On 18/09/2013 8:06 AM, Tim Abraldes wrote:
This is a re-post from firefox-dev [3], in case anyone in
dev-platform is aware of historical context. Please follow-up here
in dev.platform (I think it's easier for users/mail-clients to jump
into a newsgroup discussion than a mailing list discussion)
There are a few factors worth considering here. Firstly, app-modal
dialogs are (IMO) far more hostile to the user than tab-modal ones -
app-modal dialogs prevent the user interacting with the browser, while
tab-modal ones still allow the user to close the offending tab.

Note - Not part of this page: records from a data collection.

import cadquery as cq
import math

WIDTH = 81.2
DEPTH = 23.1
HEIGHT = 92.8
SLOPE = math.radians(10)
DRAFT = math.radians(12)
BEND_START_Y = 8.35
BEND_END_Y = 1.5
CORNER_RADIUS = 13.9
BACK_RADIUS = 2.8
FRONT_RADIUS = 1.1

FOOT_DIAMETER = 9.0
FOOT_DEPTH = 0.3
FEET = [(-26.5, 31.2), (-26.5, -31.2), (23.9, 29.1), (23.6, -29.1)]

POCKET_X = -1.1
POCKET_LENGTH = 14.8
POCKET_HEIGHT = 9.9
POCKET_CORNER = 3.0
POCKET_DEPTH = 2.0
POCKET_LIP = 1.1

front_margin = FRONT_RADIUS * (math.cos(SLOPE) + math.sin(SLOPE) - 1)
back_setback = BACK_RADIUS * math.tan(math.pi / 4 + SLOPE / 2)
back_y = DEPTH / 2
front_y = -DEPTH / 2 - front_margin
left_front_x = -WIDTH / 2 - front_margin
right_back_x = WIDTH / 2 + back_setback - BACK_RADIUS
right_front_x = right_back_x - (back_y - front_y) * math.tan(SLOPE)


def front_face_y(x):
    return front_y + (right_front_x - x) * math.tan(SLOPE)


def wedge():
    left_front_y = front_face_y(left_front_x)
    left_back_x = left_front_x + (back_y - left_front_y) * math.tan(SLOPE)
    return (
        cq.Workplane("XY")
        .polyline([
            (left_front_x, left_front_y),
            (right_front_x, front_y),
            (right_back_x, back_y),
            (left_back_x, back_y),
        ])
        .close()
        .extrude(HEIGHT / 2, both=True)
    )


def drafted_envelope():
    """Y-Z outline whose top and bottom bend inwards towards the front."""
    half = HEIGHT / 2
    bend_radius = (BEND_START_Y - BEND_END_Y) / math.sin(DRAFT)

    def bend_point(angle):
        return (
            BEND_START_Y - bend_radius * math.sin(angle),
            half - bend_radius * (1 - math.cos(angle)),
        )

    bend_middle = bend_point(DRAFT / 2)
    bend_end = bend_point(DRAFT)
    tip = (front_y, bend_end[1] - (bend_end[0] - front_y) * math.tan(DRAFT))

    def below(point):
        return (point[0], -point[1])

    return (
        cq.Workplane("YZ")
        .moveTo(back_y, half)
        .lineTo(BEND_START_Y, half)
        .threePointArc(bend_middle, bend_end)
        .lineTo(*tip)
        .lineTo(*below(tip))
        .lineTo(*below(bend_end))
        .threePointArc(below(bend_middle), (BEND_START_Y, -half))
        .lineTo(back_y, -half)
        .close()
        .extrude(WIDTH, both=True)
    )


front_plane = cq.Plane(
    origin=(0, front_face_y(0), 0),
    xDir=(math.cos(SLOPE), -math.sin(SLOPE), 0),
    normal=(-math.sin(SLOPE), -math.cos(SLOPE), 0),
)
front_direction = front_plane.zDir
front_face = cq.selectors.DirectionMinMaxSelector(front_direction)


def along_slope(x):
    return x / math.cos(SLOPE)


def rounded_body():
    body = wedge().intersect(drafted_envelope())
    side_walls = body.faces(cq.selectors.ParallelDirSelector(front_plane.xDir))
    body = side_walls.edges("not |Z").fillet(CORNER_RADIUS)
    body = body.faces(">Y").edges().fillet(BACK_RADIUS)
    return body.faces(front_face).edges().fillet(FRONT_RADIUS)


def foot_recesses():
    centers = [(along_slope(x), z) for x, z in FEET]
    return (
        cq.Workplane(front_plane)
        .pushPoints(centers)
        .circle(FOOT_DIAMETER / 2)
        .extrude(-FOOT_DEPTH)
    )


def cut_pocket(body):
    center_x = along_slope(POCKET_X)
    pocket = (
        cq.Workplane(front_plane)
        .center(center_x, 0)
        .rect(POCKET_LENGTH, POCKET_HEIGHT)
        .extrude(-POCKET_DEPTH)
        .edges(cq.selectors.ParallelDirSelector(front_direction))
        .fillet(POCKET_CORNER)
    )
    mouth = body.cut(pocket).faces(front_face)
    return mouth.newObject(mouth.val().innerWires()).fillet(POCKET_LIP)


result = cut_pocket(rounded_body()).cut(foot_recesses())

I believe that "back in the day", alert/confirm/prompt were all
app-modal, but now they are tab-modal. Thus, the considerations for
these calls aren't what they used to be - alert/confirm/prompt can't
prevent the browser from being interacted with.
That said though, there *are* other app-modal dialogs which still exist.
window.showModalDialog() (which IIUC, is already disabled in b2g and
Fennec) and window.print().
The test page at [1] illustrates the current behavior of the "Prevent
this page from creating additional dialogs" checkbox. Here also is a
brief description:
Note that this demo page really isn't that user-hostile - the alert is
shown only for the tab and the tab can be closed. If you switch away
from the tab there's no evidence of it abusing prompts.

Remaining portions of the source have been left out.